*** Opening DATA TO USE ***
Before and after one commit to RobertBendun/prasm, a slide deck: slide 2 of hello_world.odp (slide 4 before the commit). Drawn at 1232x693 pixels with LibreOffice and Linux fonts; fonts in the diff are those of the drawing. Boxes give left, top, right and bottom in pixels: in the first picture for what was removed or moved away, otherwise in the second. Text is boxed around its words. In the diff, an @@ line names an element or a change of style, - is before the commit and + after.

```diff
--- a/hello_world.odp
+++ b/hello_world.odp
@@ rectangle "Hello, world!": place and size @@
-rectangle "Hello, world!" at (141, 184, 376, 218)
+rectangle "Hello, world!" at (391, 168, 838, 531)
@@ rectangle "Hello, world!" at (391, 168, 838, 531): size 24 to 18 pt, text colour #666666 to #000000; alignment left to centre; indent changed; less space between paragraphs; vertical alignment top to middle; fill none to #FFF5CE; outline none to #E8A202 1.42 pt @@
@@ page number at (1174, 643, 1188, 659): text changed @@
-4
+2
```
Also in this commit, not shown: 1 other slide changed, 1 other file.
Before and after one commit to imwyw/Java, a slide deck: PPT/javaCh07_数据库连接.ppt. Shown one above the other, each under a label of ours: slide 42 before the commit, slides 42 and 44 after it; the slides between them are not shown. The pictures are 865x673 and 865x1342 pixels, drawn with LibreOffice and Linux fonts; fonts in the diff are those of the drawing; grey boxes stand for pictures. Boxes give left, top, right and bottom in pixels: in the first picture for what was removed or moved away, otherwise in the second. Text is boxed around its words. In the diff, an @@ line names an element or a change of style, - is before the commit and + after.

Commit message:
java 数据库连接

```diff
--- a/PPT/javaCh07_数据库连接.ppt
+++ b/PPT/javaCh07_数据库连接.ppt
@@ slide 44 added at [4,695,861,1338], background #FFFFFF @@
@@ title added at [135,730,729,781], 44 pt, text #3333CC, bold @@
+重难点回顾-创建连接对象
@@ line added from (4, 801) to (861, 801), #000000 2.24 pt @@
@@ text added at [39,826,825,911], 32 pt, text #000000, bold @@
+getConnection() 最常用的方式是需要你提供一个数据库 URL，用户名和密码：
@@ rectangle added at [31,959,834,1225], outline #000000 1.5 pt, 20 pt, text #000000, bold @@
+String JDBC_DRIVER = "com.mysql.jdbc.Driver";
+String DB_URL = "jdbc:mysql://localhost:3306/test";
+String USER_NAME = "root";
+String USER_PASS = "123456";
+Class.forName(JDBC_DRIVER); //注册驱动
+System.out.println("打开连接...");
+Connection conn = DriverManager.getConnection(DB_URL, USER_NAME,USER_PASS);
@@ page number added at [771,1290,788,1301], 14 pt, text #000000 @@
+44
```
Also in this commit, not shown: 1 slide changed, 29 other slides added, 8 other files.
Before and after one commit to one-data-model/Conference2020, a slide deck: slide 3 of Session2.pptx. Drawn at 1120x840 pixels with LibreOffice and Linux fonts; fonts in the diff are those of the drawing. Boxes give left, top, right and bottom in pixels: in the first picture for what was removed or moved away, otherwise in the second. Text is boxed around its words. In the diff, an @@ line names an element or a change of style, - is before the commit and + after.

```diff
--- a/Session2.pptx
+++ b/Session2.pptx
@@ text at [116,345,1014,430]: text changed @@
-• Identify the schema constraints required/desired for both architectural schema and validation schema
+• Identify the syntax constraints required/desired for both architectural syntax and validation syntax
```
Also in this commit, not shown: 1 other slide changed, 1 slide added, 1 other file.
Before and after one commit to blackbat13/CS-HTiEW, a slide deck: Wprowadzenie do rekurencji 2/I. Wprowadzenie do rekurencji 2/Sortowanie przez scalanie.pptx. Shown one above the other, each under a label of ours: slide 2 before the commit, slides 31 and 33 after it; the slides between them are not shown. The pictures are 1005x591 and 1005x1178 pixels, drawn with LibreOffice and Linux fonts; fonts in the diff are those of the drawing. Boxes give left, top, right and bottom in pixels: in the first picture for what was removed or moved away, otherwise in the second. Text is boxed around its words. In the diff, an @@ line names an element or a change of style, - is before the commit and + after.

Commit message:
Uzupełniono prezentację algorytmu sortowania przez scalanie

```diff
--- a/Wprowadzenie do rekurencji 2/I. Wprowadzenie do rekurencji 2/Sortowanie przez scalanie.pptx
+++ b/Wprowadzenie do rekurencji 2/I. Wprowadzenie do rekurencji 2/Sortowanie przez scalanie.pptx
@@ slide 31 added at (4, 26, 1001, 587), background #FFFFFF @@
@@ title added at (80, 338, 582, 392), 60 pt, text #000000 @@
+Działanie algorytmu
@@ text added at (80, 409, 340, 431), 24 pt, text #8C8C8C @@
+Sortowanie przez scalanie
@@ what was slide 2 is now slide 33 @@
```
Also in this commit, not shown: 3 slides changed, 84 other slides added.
*** Closing DATA TO USE ***
**TASK INSTRUCTIONS:**
Lines with "constraints": copy every one of them from the listing above.

**EXERCISE ANSWER:**
-• Identify the schema constraints required/desired for both architectural schema and validation schema
+• Identify the syntax constraints required/desired for both architectural syntax and validation syntax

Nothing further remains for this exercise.